Return all entries word for word, but drop any images.

• **THE INPUT**
*****
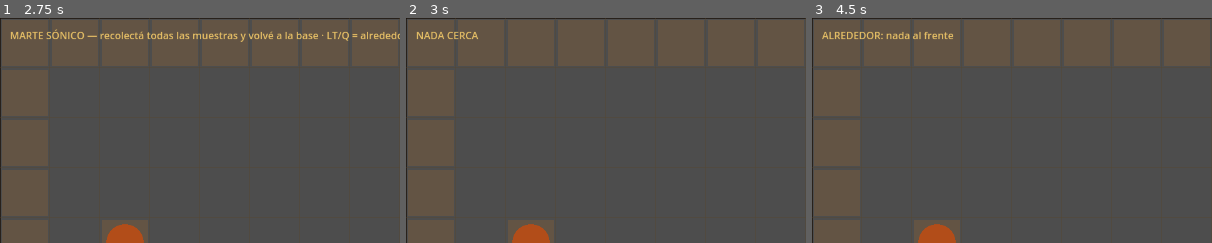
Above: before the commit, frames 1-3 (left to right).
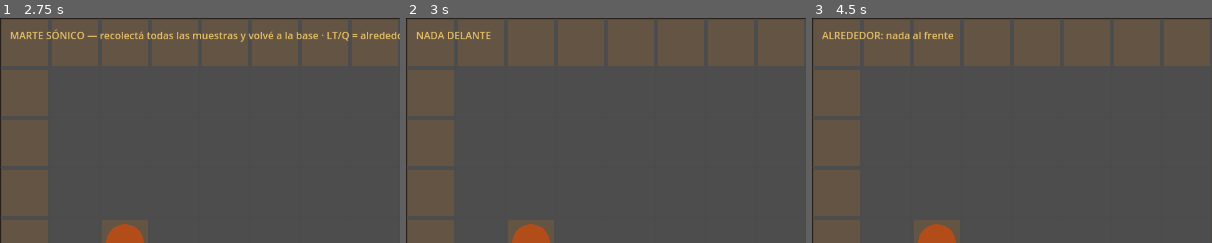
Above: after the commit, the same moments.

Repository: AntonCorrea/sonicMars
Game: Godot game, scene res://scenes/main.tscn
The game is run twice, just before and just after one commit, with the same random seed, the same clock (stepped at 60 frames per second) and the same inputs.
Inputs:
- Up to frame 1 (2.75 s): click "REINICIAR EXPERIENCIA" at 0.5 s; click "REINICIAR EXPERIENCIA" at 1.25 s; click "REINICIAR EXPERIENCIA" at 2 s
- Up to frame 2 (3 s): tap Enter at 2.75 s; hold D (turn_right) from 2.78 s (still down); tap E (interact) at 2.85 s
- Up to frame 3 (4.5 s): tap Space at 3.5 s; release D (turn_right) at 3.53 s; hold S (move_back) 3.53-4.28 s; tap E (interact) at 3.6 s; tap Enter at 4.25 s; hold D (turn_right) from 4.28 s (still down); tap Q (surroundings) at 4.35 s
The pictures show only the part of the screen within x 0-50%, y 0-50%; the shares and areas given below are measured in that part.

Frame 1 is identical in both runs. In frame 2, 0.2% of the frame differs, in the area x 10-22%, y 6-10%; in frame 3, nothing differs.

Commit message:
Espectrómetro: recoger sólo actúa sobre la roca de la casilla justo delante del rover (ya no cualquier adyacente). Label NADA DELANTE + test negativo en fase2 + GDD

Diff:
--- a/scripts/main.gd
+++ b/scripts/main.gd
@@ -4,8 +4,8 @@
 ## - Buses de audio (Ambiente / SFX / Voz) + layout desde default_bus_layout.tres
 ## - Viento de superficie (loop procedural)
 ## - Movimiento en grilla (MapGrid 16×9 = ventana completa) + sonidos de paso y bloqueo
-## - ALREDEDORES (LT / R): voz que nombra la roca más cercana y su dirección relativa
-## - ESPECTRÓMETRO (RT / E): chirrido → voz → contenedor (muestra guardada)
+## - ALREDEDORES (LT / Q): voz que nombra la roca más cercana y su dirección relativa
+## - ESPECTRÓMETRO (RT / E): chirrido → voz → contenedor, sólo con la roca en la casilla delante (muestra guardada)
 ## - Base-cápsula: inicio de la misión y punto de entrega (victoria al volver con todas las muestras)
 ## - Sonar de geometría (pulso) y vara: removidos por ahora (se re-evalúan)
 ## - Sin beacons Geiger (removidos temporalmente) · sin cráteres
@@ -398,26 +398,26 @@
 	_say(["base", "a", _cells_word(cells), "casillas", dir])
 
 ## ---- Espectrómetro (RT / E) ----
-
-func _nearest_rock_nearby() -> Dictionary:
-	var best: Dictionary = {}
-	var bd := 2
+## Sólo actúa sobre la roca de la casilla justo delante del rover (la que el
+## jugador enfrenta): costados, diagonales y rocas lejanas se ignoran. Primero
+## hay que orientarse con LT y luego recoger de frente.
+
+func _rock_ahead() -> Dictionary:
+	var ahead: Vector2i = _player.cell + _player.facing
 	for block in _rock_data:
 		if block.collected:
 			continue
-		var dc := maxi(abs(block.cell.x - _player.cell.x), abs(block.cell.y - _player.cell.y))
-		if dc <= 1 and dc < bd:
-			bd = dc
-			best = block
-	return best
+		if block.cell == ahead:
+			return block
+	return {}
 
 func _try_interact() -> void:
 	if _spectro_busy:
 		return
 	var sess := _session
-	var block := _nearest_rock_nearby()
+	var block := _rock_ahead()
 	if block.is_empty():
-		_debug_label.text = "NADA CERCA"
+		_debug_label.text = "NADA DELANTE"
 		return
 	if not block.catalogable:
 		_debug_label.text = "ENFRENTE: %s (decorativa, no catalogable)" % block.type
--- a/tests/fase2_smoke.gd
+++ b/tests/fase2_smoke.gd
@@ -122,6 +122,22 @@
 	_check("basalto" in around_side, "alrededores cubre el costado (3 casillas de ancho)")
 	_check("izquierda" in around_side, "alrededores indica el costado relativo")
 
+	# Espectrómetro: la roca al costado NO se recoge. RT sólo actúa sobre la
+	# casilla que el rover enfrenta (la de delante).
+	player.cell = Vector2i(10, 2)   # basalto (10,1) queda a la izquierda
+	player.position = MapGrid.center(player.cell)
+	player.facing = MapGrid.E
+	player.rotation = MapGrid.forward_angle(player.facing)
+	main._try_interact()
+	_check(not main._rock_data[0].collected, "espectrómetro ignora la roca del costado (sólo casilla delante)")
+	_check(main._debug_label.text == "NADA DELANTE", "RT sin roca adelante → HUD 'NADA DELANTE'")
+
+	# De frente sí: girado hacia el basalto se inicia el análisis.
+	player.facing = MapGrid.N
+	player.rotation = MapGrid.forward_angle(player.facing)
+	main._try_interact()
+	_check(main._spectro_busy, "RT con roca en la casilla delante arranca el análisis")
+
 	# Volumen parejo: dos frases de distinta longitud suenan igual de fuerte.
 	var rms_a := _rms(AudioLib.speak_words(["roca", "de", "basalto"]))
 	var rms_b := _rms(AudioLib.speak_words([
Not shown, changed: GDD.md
*****
• **RESPONSE TO THIS EXERCISE**
Above: before the commit, frames 1-3 (left to right).
Above: after the commit, the same moments.

Repository: AntonCorrea/sonicMars
Game: Godot game, scene res://scenes/main.tscn
The game is run twice, just before and just after one commit, with the same random seed, the same clock (stepped at 60 frames per second) and the same inputs.
Inputs:
- Up to frame 1 (2.75 s): click "REINICIAR EXPERIENCIA" at 0.5 s; click "REINICIAR EXPERIENCIA" at 1.25 s; click "REINICIAR EXPERIENCIA" at 2 s
- Up to frame 2 (3 s): tap Enter at 2.75 s; hold D (turn_right) from 2.78 s (still down); tap E (interact) at 2.85 s
- Up to frame 3 (4.5 s): tap Space at 3.5 s; release D (turn_right) at 3.53 s; hold S (move_back) 3.53-4.28 s; tap E (interact) at 3.6 s; tap Enter at 4.25 s; hold D (turn_right) from 4.28 s (still down); tap Q (surroundings) at 4.35 s
The pictures show only the part of the screen within x 0-50%, y 0-50%; the shares and areas given below are measured in that part.

Frame 1 is identical in both runs. In frame 2, 0.2% of the frame differs, in the area x 10-22%, y 6-10%; in frame 3, nothing differs.

Commit message:
Espectrómetro: recoger sólo actúa sobre la roca de la casilla justo delante del rover (ya no cualquier adyacente). Label NADA DELANTE + test negativo en fase2 + GDD

Diff:
--- a/scripts/main.gd
+++ b/scripts/main.gd
@@ -4,8 +4,8 @@
 ## - Buses de audio (Ambiente / SFX / Voz) + layout desde default_bus_layout.tres
 ## - Viento de superficie (loop procedural)
 ## - Movimiento en grilla (MapGrid 16×9 = ventana completa) + sonidos de paso y bloqueo
-## - ALREDEDORES (LT / R): voz que nombra la roca más cercana y su dirección relativa
-## - ESPECTRÓMETRO (RT / E): chirrido → voz → contenedor (muestra guardada)
+## - ALREDEDORES (LT / Q): voz que nombra la roca más cercana y su dirección relativa
+## - ESPECTRÓMETRO (RT / E): chirrido → voz → contenedor, sólo con la roca en la casilla delante (muestra guardada)
 ## - Base-cápsula: inicio de la misión y punto de entrega (victoria al volver con todas las muestras)
 ## - Sonar de geometría (pulso) y vara: removidos por ahora (se re-evalúan)
 ## - Sin beacons Geiger (removidos temporalmente) · sin cráteres
@@ -398,26 +398,26 @@
 	_say(["base", "a", _cells_word(cells), "casillas", dir])
 
 ## ---- Espectrómetro (RT / E) ----
-
-func _nearest_rock_nearby() -> Dictionary:
-	var best: Dictionary = {}
-	var bd := 2
+## Sólo actúa sobre la roca de la casilla justo delante del rover (la que el
+## jugador enfrenta): costados, diagonales y rocas lejanas se ignoran. Primero
+## hay que orientarse con LT y luego recoger de frente.
+
+func _rock_ahead() -> Dictionary:
+	var ahead: Vector2i = _player.cell + _player.facing
 	for block in _rock_data:
 		if block.collected:
 			continue
-		var dc := maxi(abs(block.cell.x - _player.cell.x), abs(block.cell.y - _player.cell.y))
-		if dc <= 1 and dc < bd:
-			bd = dc
-			best = block
-	return best
+		if block.cell == ahead:
+			return block
+	return {}
 
 func _try_interact() -> void:
 	if _spectro_busy:
 		return
 	var sess := _session
-	var block := _nearest_rock_nearby()
+	var block := _rock_ahead()
 	if block.is_empty():
-		_debug_label.text = "NADA CERCA"
+		_debug_label.text = "NADA DELANTE"
 		return
 	if not block.catalogable:
 		_debug_label.text = "ENFRENTE: %s (decorativa, no catalogable)" % block.type
--- a/tests/fase2_smoke.gd
+++ b/tests/fase2_smoke.gd
@@ -122,6 +122,22 @@
 	_check("basalto" in around_side, "alrededores cubre el costado (3 casillas de ancho)")
 	_check("izquierda" in around_side, "alrededores indica el costado relativo")
 
+	# Espectrómetro: la roca al costado NO se recoge. RT sólo actúa sobre la
+	# casilla que el rover enfrenta (la de delante).
+	player.cell = Vector2i(10, 2)   # basalto (10,1) queda a la izquierda
+	player.position = MapGrid.center(player.cell)
+	player.facing = MapGrid.E
+	player.rotation = MapGrid.forward_angle(player.facing)
+	main._try_interact()
+	_check(not main._rock_data[0].collected, "espectrómetro ignora la roca del costado (sólo casilla delante)")
+	_check(main._debug_label.text == "NADA DELANTE", "RT sin roca adelante → HUD 'NADA DELANTE'")
+
+	# De frente sí: girado hacia el basalto se inicia el análisis.
+	player.facing = MapGrid.N
+	player.rotation = MapGrid.forward_angle(player.facing)
+	main._try_interact()
+	_check(main._spectro_busy, "RT con roca en la casilla delante arranca el análisis")
+
 	# Volumen parejo: dos frases de distinta longitud suenan igual de fuerte.
 	var rms_a := _rms(AudioLib.speak_words(["roca", "de", "basalto"]))
 	var rms_b := _rms(AudioLib.speak_words([
Not shown, changed: GDD.md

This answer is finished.